Background: To evaluate the effectiveness and safety of cabazitaxel in castration-resistant prostate cancer patients aged ≥80 years, we performed a retrospective study on a sample of patients from 11 Italian cancer centers.

Materials and methods: Fifty-seven patients aged ≥80 years were treated with cabazitaxel after previous failure with docetaxel; 39 completed a comprehensive geriatric assessment questionnaire (34 fit and 5 vulnerable) and 8 patients (14%) had an Eastern Cooperative Oncology Group performance status (PS) ≥2, while most had a PS of 0-1 (86%). Cabazitaxel was administered at a dose of 25 mg/m2 in 30 (52%) patients and 20 mg/m2 or adapted schedules in 27 (48%) patients. These schedules were adopted mainly in patients ≥85 years (75%), with a PS ≥2 (87.5%), and those classified as vulnerable (100%).

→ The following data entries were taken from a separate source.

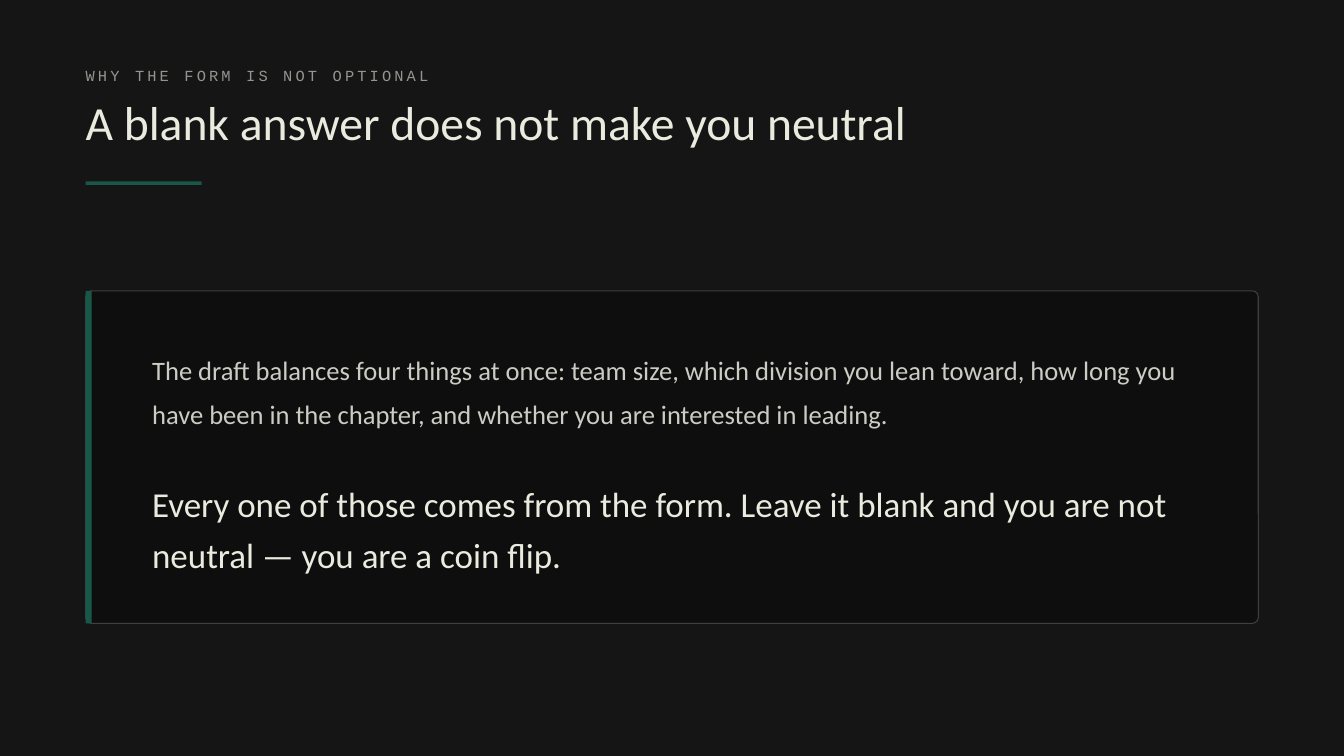
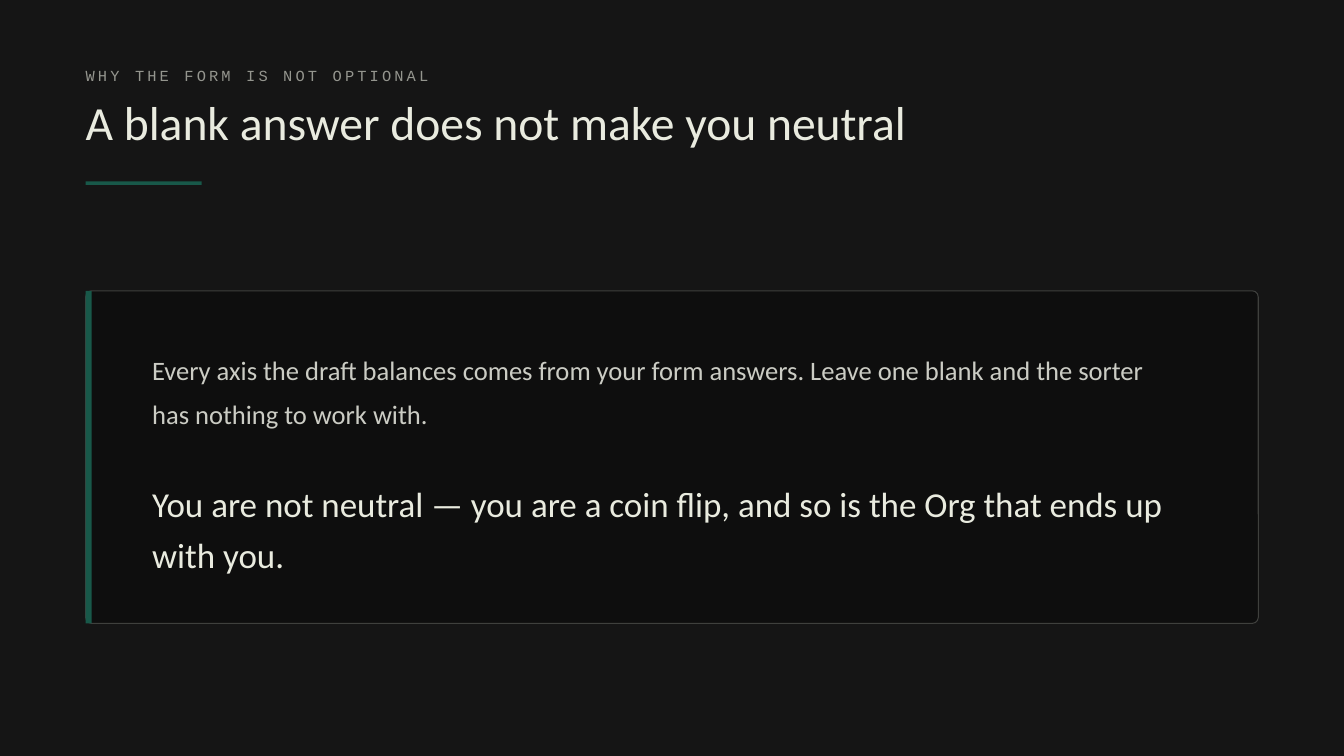
Before and after one commit to Slifronic/org-draft, a slide deck: slide 6 of slides/PBL-orientation.pptx (slide 5 before the commit). Drawn at 1344x756 pixels with LibreOffice and Linux fonts; fonts in the diff are those of the drawing. Boxes give left, top, right and bottom in pixels: in the first picture for what was removed or moved away, otherwise in the second. Text is boxed around its words. In the diff, an @@ line names an element or a change of style, - is before the commit and + after.

```diff
--- a/slides/PBL-orientation.pptx
+++ b/slides/PBL-orientation.pptx
@@ text at (152, 361, 1143, 429): text changed @@
-The draft balances four things at once: team size, which division you lean toward, how long you have been in the chapter, and whether you are interested in leading.
+Every axis the draft balances comes from your form answers. Leave one blank and the sorter has nothing to work with.
@@ text at (152, 492, 1162, 574): text changed @@
-Every one of those comes from the form. Leave it blank and you are not neutral — you are a coin flip.
+You are not neutral — you are a coin flip, and so is the Org that ends up with you.
```
Also in this commit, not shown: 7 other slides changed, 8 slides added, 8 slides removed, 4 other files.

Results: The duration of treatment was 4.8 months and was comparable in all subgroups; disease control rate was reported in 36 patients (63%); prostate-specific antigen response was recorded in 18 patients (31.5%). Median overall survival was 13.1 months regardless of age (<85/≥85 years), but overall survival was reduced in vulnerable (7.2 months) and PS ≥ 2 patients (6.8 months). The most frequently documented grade 3-4 toxicities were neutropenia (14%) and diarrhea (10.5%). Six patients (10.5%) dropped out due to severe toxicity.

Conclusions: Octogenarian patients can be treated with cabazitaxel with reduced doses or alternative schedules that are associated with less toxicity and fewer treatment interruptions. Comprehensive geriatric assessment could facilitate more appropriate patient selection.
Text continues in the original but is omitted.